2007-01-13 20:59:21

by Andries E. Brouwer

[permalink] [raw]
Subject: Re: 2.6 Partitioning bug with LILO

On Fri, Jan 12, 2007 at 06:18:00PM -0500, Kris Karas wrote:
> Hello Andries,
>
> I noticed you're listed as the maintainer for the disk
> geometry/partitioning logic in the 2.6 kernel, so I'm sending this to
> you, as I think this bug is most likely in that part of the code, ...
>
> I've been bug-hunting with John Coffman to solve an issue where running
> LILO trashes the ext2 metadata on my /boot partition. The consensus so
> far is that it's not LILO at all, but rather some subtle bug in the
> kernel that's the culprit. I can reproduce it easily enough on 2.6, but
> not on 2.4, which further suggests its kernel-related.
>
> If one does:
>
> umount /boot
> e2fsck -f -y /dev/hda1
> mount /dev/hda1 /boot
> lilo
> umount /boot
> e2fsck -f -y /dev/hda1
>
> the second run of e2fsck will report fixable block bitmap errors.

It is easy to see the cause of this.
There is an old problem with the Linux whole disk device /dev/hda
namely that there is aliasing with /dev/hdaN.
I don't know whether there exist kernels that fix this problem -
as far as I know this has been a problem since ancient times.
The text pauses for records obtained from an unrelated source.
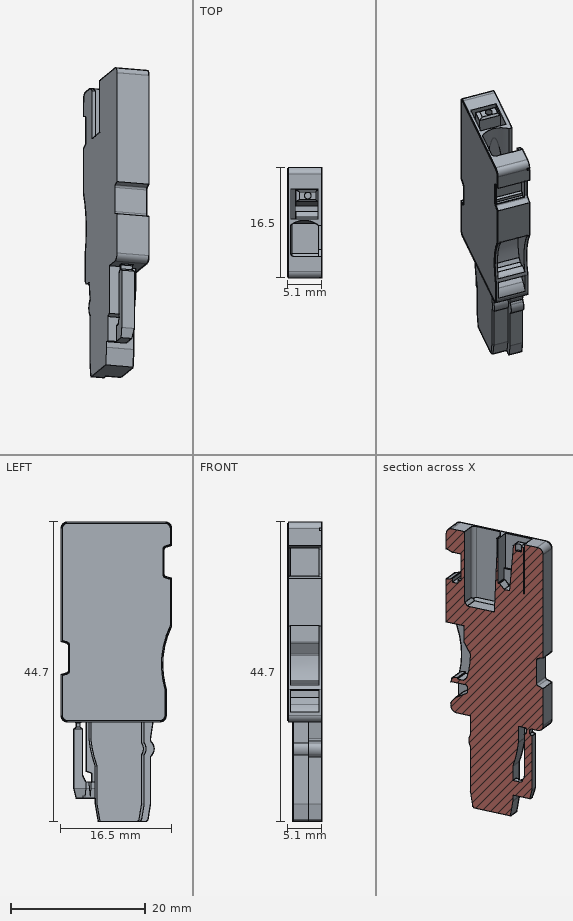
import cadquery as cq


thickness = 5.1
depth = 16.5
total_height = 44.65
plug_height = 14.84
corner_radius = 1.0

cover_thickness = 0.1
cover_inset = 0.2

lip_bottom_z = 41.15
front_notch_top_z = 40.8
front_notch_bottom_z = 36.6
grip_land_top_z = 36.25
front_notch_y = 1.12
grip_start_z = 29.15
grip_middle_z = 23.6
grip_middle_y = 1.33
grip_end_z = 19.72
lower_front_y = 0.8
back_notch_y = depth - 1.1
back_notch_top_z = 26.85
back_notch_bottom_z = 21.9
back_notch_slope = 0.35
notch_radius = 0.35

pocket_x_min = 0.45
pocket_x_max = 4.65
label_pocket_x_min = 0.2
label_pocket_y = 2.5
label_pocket_bevel = 0.25
label_pocket_bottom_z = 36.0
label_step_y = 2.0
label_step_z = 36.5
grip_pocket_top_z = 29.25
grip_upper_y = 3.0
grip_back_y = 4.1
grip_overhang_top_z = 26.65
grip_overhang_bottom_z = 24.9
grip_overhang_radius = 0.4
grip_curve_middle = (3.95, 22.9)
grip_curve_end = (3.5, 20.95)
grip_groove_y = (2.0, 3.0)
grip_groove_z = 20.45
grip_ledge_z = 20.68
grip_ledge_middle = (1.35, 20.56)
grip_ledge_front = (0.85, 20.25)
window_top_z = grip_end_z
window_roof_bevel = 0.2
window_back_y = 3.6
window_ramp_top_z = 18.5
window_curve_start = (1.75, 17.43)
window_curve_middle = (1.24, 16.98)
window_bottom_z = 16.3

lever_opening_x = (0.5, 4.48)
lever_opening_y = (8.85, 13.3)
lever_opening_depth = 8.0
lever_x = (1.2, lever_opening_x[1])
lever_back_y = 13.15
lever_front_y = 11.7
lever_foot_y = 10.75
lever_drop = 0.3
lever_edge = 0.3
lever_left_edge = 0.55
lever_hole_diameter = 1.0
lever_hole_depth = 1.0
lever_hole_x = 3.0
lever_hole_y = 12.3
opening_ramp_y = (9.1, 9.9)
opening_ramp_rise = 0.8
opening_ledge_x = (0.75, 1.05)
opening_ledge_rise = 2.5

funnel_x = (0.4, 4.57)
funnel_front_y = 3.22
funnel_side_end_y = 7.86
funnel_arch_y = 8.62
funnel_depth = 12.0
funnel_taper_height = 0.5
funnel_back_taper_height = 10.0
funnel_corner_radius = 0.6
funnel_floor_x_min = 0.67
funnel_floor_y = (3.65, 8.16)
side_slot_depth = 8.0
side_slot_front_y = 4.3
side_slot_shoulder = 0.68

catch_x = 4.72
catch_z = (43.38, 43.75)
catch_depth = 0.1

near_x = (0.72, 3.1)
far_x = (near_x[1], thickness)
near_front_y = 4.1
near_upper_back_y = 12.33
near_lower_back_y = 11.4
near_curve_start_z = 12.3
near_curve_middle = (11.97, 10.2)
near_curve_end_z = 8.25
near_tip_y = (4.5, 10.95)
near_bevel_x = 0.15
near_front_bevel_y = 0.4
near_back_bevel_y = 0.28
far_root_front_y = 2.77
far_front_y = 3.15
far_neck_z = 12.37
far_back_y = 12.74
far_step_y = 11.95
far_step_z = 7.2
far_step_bevel = 0.3
far_tip_y = 3.53
taper_start_z = 2.6
tip_bevel = 0.25
bump_z = 10.85
near_bump_half_height = 0.9
near_bump_rise = 0.27
far_bump_half_height = 1.2
far_bump_rise = 0.55
far_bump_flank = (0.22, 0.3)

leg_x = (1.75, 3.75)
leg_y = (13.27, 14.6)
leg_neck_y = (13.65, 14.24)
leg_neck_z = (14.08, 14.68)
leg_neck_flare = 0.15
leg_neck_recess = 0.25
leg_shoulder_z = 13.78
leg_ramp_z = 6.9
leg_toe_y = 12.78
leg_bottom_y = (12.94, 14.25)
foot_x_min = 1.9
foot_y = (11.2, 13.2)
foot_top_z = 5.92
foot_taper_z = 4.95
foot_bottom_z = 3.47
leg_taper = 0.35
foot_taper = 0.15
foot_groove_depth = 0.3
foot_groove_y = (11.98, 12.35)
foot_groove_tip = (12.12, 3.8)


def side_sketch(x):
    """Workplane parallel to YZ at the given X."""
    return cq.Workplane("YZ").workplane(offset=x)


def side_prism(points, x_min, x_max):
    """Extrude a polygon of (y, z) points between two X planes."""
    return side_sketch(x_min).polyline(points).close().extrude(x_max - x_min)


def box(x_range, y_range, z_range):
    """Axis-aligned box between the given limits."""
    size = [end - start for start, end in (x_range, y_range, z_range)]
    return cq.Workplane("XY").box(*size, centered=False).translate((x_range[0], y_range[0], z_range[0]))


def edges_along_x(body, places, size):
    """Edges of the body parallel to X that pass through the given (y, z) places."""
    selection = None
    for y, z in places:
        near = cq.selectors.BoxSelector((0, y - size, z - size), (thickness, y + size, z + size))
        edges = body.edges("|X").edges(near)
        selection = edges if selection is None else selection.add(edges)
    return selection


def make_housing():
    body = (
        side_sketch(cover_thickness)
        .moveTo(0, total_height)
        .lineTo(0, lip_bottom_z)
        .lineTo(front_notch_y, front_notch_top_z)
        .lineTo(front_notch_y, front_notch_bottom_z)
        .lineTo(0, grip_land_top_z)
        .lineTo(0, grip_start_z)
        .threePointArc((grip_middle_y, grip_middle_z), (lower_front_y, grip_end_z))
        .lineTo(lower_front_y, plug_height)
        .lineTo(depth, plug_height)
        .lineTo(depth, back_notch_bottom_z)
        .lineTo(back_notch_y, back_notch_bottom_z + back_notch_slope)
        .lineTo(back_notch_y, back_notch_top_z - back_notch_slope)
        .lineTo(depth, back_notch_top_z)
        .lineTo(depth, total_height)
        .close()
        .extrude(thickness - cover_thickness)
    )
    outer_corners = [
        (0, total_height),
        (depth, total_height),
        (depth, plug_height),
        (lower_front_y, plug_height),
    ]
    notch_corners = [
        (front_notch_y, front_notch_top_z),
        (front_notch_y, front_notch_bottom_z),
        (back_notch_y, back_notch_bottom_z + back_notch_slope),
        (back_notch_y, back_notch_top_z - back_notch_slope),
    ]
    body = edges_along_x(body, outer_corners, notch_radius).fillet(corner_radius)
    body = edges_along_x(body, notch_corners, notch_radius / 2).fillet(notch_radius)
    cover = body.faces("<X").wires().toPending().offset2D(-cover_inset).extrude(-cover_thickness)
    return body.union(cover)


def cut_front_pockets(body):
    label = side_prism(
        [
            (0, front_notch_top_z),
            (label_pocket_y, front_notch_top_z),
            (label_pocket_y, label_step_z),
            (label_step_y, label_step_z),
            (label_step_y, label_pocket_bottom_z),
            (front_notch_y, label_pocket_bottom_z),
            (front_notch_y, front_notch_bottom_z),
            (0, front_notch_bottom_z),
        ],
        label_pocket_x_min,
        pocket_x_max,
    )
    label = label.edges("|Z and >Y and <X").chamfer(label_pocket_bevel)
    grip = (
        side_sketch(pocket_x_min)
        .moveTo(0, grip_pocket_top_z)
        .lineTo(grip_upper_y, grip_pocket_top_z)
        .lineTo(grip_upper_y, grip_overhang_top_z)
        .lineTo(grip_back_y, grip_overhang_bottom_z)
        .threePointArc(grip_curve_middle, grip_curve_end)
        .lineTo(grip_groove_y[1], grip_groove_z)
        .lineTo(grip_groove_y[0], grip_groove_z)
        .lineTo(grip_groove_y[0], grip_ledge_z)
        .threePointArc(grip_ledge_middle, grip_ledge_front)
        .lineTo(0, grip_ledge_front[1])
        .close()
        .extrude(pocket_x_max - pocket_x_min)
    )
    overhang_corners = [
        (grip_upper_y, grip_overhang_top_z),
        (grip_back_y, grip_overhang_bottom_z),
    ]
    grip = edges_along_x(grip, overhang_corners, grip_overhang_radius / 2).fillet(grip_overhang_radius)
    window = (
        side_sketch(pocket_x_min)
        .moveTo(0, window_top_z)
        .lineTo(window_back_y - window_roof_bevel, window_top_z)
        .lineTo(window_back_y, window_top_z - window_roof_bevel)
        .lineTo(window_back_y, window_ramp_top_z)
        .lineTo(*window_curve_start)
        .threePointArc(window_curve_middle, (lower_front_y, window_bottom_z))
        .lineTo(0, window_bottom_z)
        .close()
        .extrude(pocket_x_max - pocket_x_min)
    )
    catch = box((catch_x, thickness), (0, catch_depth), catch_z)
    return body.cut(label).cut(grip).cut(window).cut(catch)


def make_lever(floor_z):
    top_z = total_height - lever_drop
    lever = side_prism(
        [
            (lever_back_y, floor_z),
            (lever_back_y, top_z - lever_edge),
            (lever_back_y - lever_edge, top_z),
            (lever_front_y, top_z),
            (lever_front_y - lever_edge, top_z - lever_edge),
            (lever_foot_y, floor_z),
        ],
        *lever_x,
    )
    lever = lever.faces(">Z").edges("<X").chamfer(lever_left_edge, lever_edge)
    lever = lever.faces(">Z").edges(">X").chamfer(lever_edge)
    return (
        lever.faces(">Z")
        .workplane(origin=(lever_hole_x, lever_hole_y, top_z))
        .hole(lever_hole_diameter, lever_hole_depth)
    )


def cut_lever_opening(body):
    floor_z = total_height - lever_opening_depth
    opening = box(lever_opening_x, lever_opening_y, (floor_z, total_height))
    ramp_top_z = floor_z + opening_ramp_rise
    ramp = side_prism(
        [
            (opening_ramp_y[1], floor_z),
            (opening_ramp_y[0], ramp_top_z),
            (lever_opening_y[0], ramp_top_z),
            (lever_opening_y[0], floor_z),
        ],
        *lever_x,
    )
    ledge = box(opening_ledge_x, lever_opening_y, (floor_z, floor_z + opening_ledge_rise))
    return body.cut(opening).union(make_lever(floor_z)).union(ramp).union(ledge)


def cut_funnel(body):
    middle_x = sum(funnel_x) / 2
    floor_z = total_height - funnel_depth
    taper_z = floor_z + funnel_taper_height
    back_taper_z = floor_z + funnel_back_taper_height
    mouth = (
        cq.Workplane("XY")
        .workplane(offset=floor_z)
        .moveTo(funnel_x[0], funnel_front_y)
        .lineTo(funnel_x[1], funnel_front_y)
        .lineTo(funnel_x[1], funnel_side_end_y)
        .threePointArc((middle_x, funnel_arch_y), (funnel_x[0], funnel_side_end_y))
        .close()
        .extrude(funnel_depth)
    )
    mouth = mouth.edges("|Z and <X and <Y").fillet(funnel_corner_radius)
    front_wedge = side_prism(
        [(funnel_front_y, taper_z), (funnel_floor_y[0], floor_z), (funnel_front_y, floor_z)],
        *funnel_x,
    )
    back_wedge = side_prism(
        [(funnel_arch_y, back_taper_z), (funnel_floor_y[1], floor_z), (funnel_arch_y, floor_z)],
        *funnel_x,
    )
    left_wedge = (
        cq.Workplane("XZ")
        .workplane(offset=-funnel_front_y)
        .polyline([(funnel_x[0], taper_z), (funnel_floor_x_min, floor_z), (funnel_x[0], floor_z)])
        .close()
        .extrude(funnel_front_y - funnel_arch_y)
    )
    mouth = mouth.cut(front_wedge).cut(back_wedge).cut(left_wedge)
    slot_bottom_z = total_height - side_slot_depth
    slot = side_prism(
        [
            (funnel_front_y, total_height),
            (side_slot_front_y, total_height - side_slot_shoulder),
            (side_slot_front_y, slot_bottom_z),
            (funnel_side_end_y, slot_bottom_z),
            (funnel_side_end_y, total_height),
        ],
        funnel_x[1],
        thickness,
    )
    return body.cut(mouth).cut(slot)


def near_front_outline(sketch, inset):
    """Draw the near blade's front edge, root to tip, moved back by the inset."""
    front_y = near_front_y + inset
    return (
        sketch.moveTo(front_y, plug_height)
        .lineTo(front_y, bump_z + near_bump_half_height)
        .threePointArc((front_y - near_bump_rise, bump_z), (front_y, bump_z - near_bump_half_height))
        .lineTo(front_y, taper_start_z)
        .lineTo(near_tip_y[0] + inset, tip_bevel)
        .lineTo(near_tip_y[0] + inset + tip_bevel, 0)
    )


def near_blade_outline(sketch, front_inset, back_inset):
    """Closed near blade outline with its front and back edges moved inwards."""
    curve_middle = (near_curve_middle[0] - back_inset, near_curve_middle[1])
    return (
        near_front_outline(sketch, front_inset)
        .lineTo(near_tip_y[1] - back_inset, 0)
        .lineTo(near_lower_back_y - back_inset, taper_start_z)
        .lineTo(near_lower_back_y - back_inset, near_curve_end_z)
        .threePointArc(curve_middle, (near_upper_back_y - back_inset, near_curve_start_z))
        .lineTo(near_upper_back_y - back_inset, plug_height)
        .close()
    )


def make_near_blade():
    bevel_end_x = near_x[0] + near_bevel_x
    core = near_blade_outline(side_sketch(bevel_end_x), 0, 0).extrude(near_x[1] - bevel_end_x)
    face = near_blade_outline(side_sketch(near_x[0]), near_front_bevel_y, near_back_bevel_y)
    face = face.workplane(offset=near_bevel_x)
    bevel = near_blade_outline(face, 0, 0).loft(ruled=True, combine=True)
    return core.union(bevel)


def make_far_blade():
    flank_y = far_front_y - far_bump_flank[0]
    flank_z = far_bump_half_height - far_bump_flank[1]
    return (
        side_sketch(far_x[0])
        .moveTo(far_root_front_y, plug_height)
        .lineTo(far_front_y, far_neck_z)
        .lineTo(far_front_y, bump_z + far_bump_half_height)
        .lineTo(flank_y, bump_z + flank_z)
        .threePointArc((far_front_y - far_bump_rise, bump_z), (flank_y, bump_z - flank_z))
        .lineTo(far_front_y, bump_z - far_bump_half_height)
        .lineTo(far_front_y, taper_start_z)
        .lineTo(far_tip_y, tip_bevel)
        .lineTo(far_tip_y + tip_bevel, 0)
        .lineTo(near_tip_y[1], 0)
        .lineTo(near_lower_back_y, taper_start_z)
        .lineTo(near_lower_back_y, foot_bottom_z)
        .lineTo(far_step_y, foot_bottom_z)
        .lineTo(far_step_y, far_step_z)
        .lineTo(far_back_y, far_step_z + far_step_bevel)
        .lineTo(far_back_y, plug_height)
        .close()
        .extrude(far_x[1] - far_x[0])
    )


def cut_foot_taper(body, x_min, taper):
    """Slope the -X side of the body inwards towards the foot's lower end."""
    wedge = (
        cq.Workplane("XZ")
        .polyline([(x_min, foot_taper_z), (x_min + taper, foot_bottom_z), (x_min, foot_bottom_z)])
        .close()
        .extrude(-depth)
    )
    return body.cut(wedge)


def make_latch_leg():
    leg = side_prism(
        [
            (leg_neck_y[0] - leg_neck_flare, plug_height),
            (leg_neck_y[0], leg_neck_z[1]),
            (leg_neck_y[0], leg_neck_z[0]),
            (leg_y[0], leg_shoulder_z),
            (leg_y[0], leg_ramp_z),
            (leg_toe_y, foot_top_z),
            (leg_toe_y, foot_taper_z),
            (leg_bottom_y[0], foot_bottom_z),
            (leg_bottom_y[1], foot_bottom_z),
            (leg_y[1], foot_taper_z),
            (leg_y[1], leg_shoulder_z),
            (leg_neck_y[1], leg_neck_z[0]),
            (leg_neck_y[1], leg_neck_z[1]),
            (leg_neck_y[1] + leg_neck_flare, plug_height),
        ],
        *leg_x,
    )
    neck_x = leg_x[0] + leg_neck_recess
    neck_recess = (
        cq.Workplane("XZ")
        .moveTo(leg_x[0], leg_shoulder_z)
        .lineTo(neck_x, leg_neck_z[0])
        .lineTo(neck_x, leg_neck_z[1])
        .lineTo(neck_x - leg_neck_flare, plug_height)
        .lineTo(leg_x[0], plug_height)
        .close()
        .extrude(-depth)
    )
    leg = leg.cut(neck_recess)
    foot = box((foot_x_min, leg_x[1]), foot_y, (foot_bottom_z, foot_top_z))
    leg = cut_foot_taper(leg, leg_x[0], leg_taper)
    foot = cut_foot_taper(foot, foot_x_min, foot_taper)
    groove = side_prism(
        [(foot_groove_y[0], foot_top_z), foot_groove_tip, (foot_groove_y[1], foot_top_z)],
        foot_x_min,
        foot_x_min + foot_groove_depth,
    )
    return leg.union(foot.cut(groove))


housing = make_housing()
housing = cut_front_pockets(housing)
housing = cut_lever_opening(housing)
housing = cut_funnel(housing)
result = housing.union(make_near_blade()).union(make_far_blade()).union(make_latch_leg())

But, given the fact that this is a well-known problem of the kernel,
a utility should be careful to avoid problems and flush buffers
at appropriate times.

Now that lilo is one of the few utilities to write to /dev/hda,
it should be fixed.

[And yes, also the kernel should be fixed.]

Andries

[let me cc linux-kernel]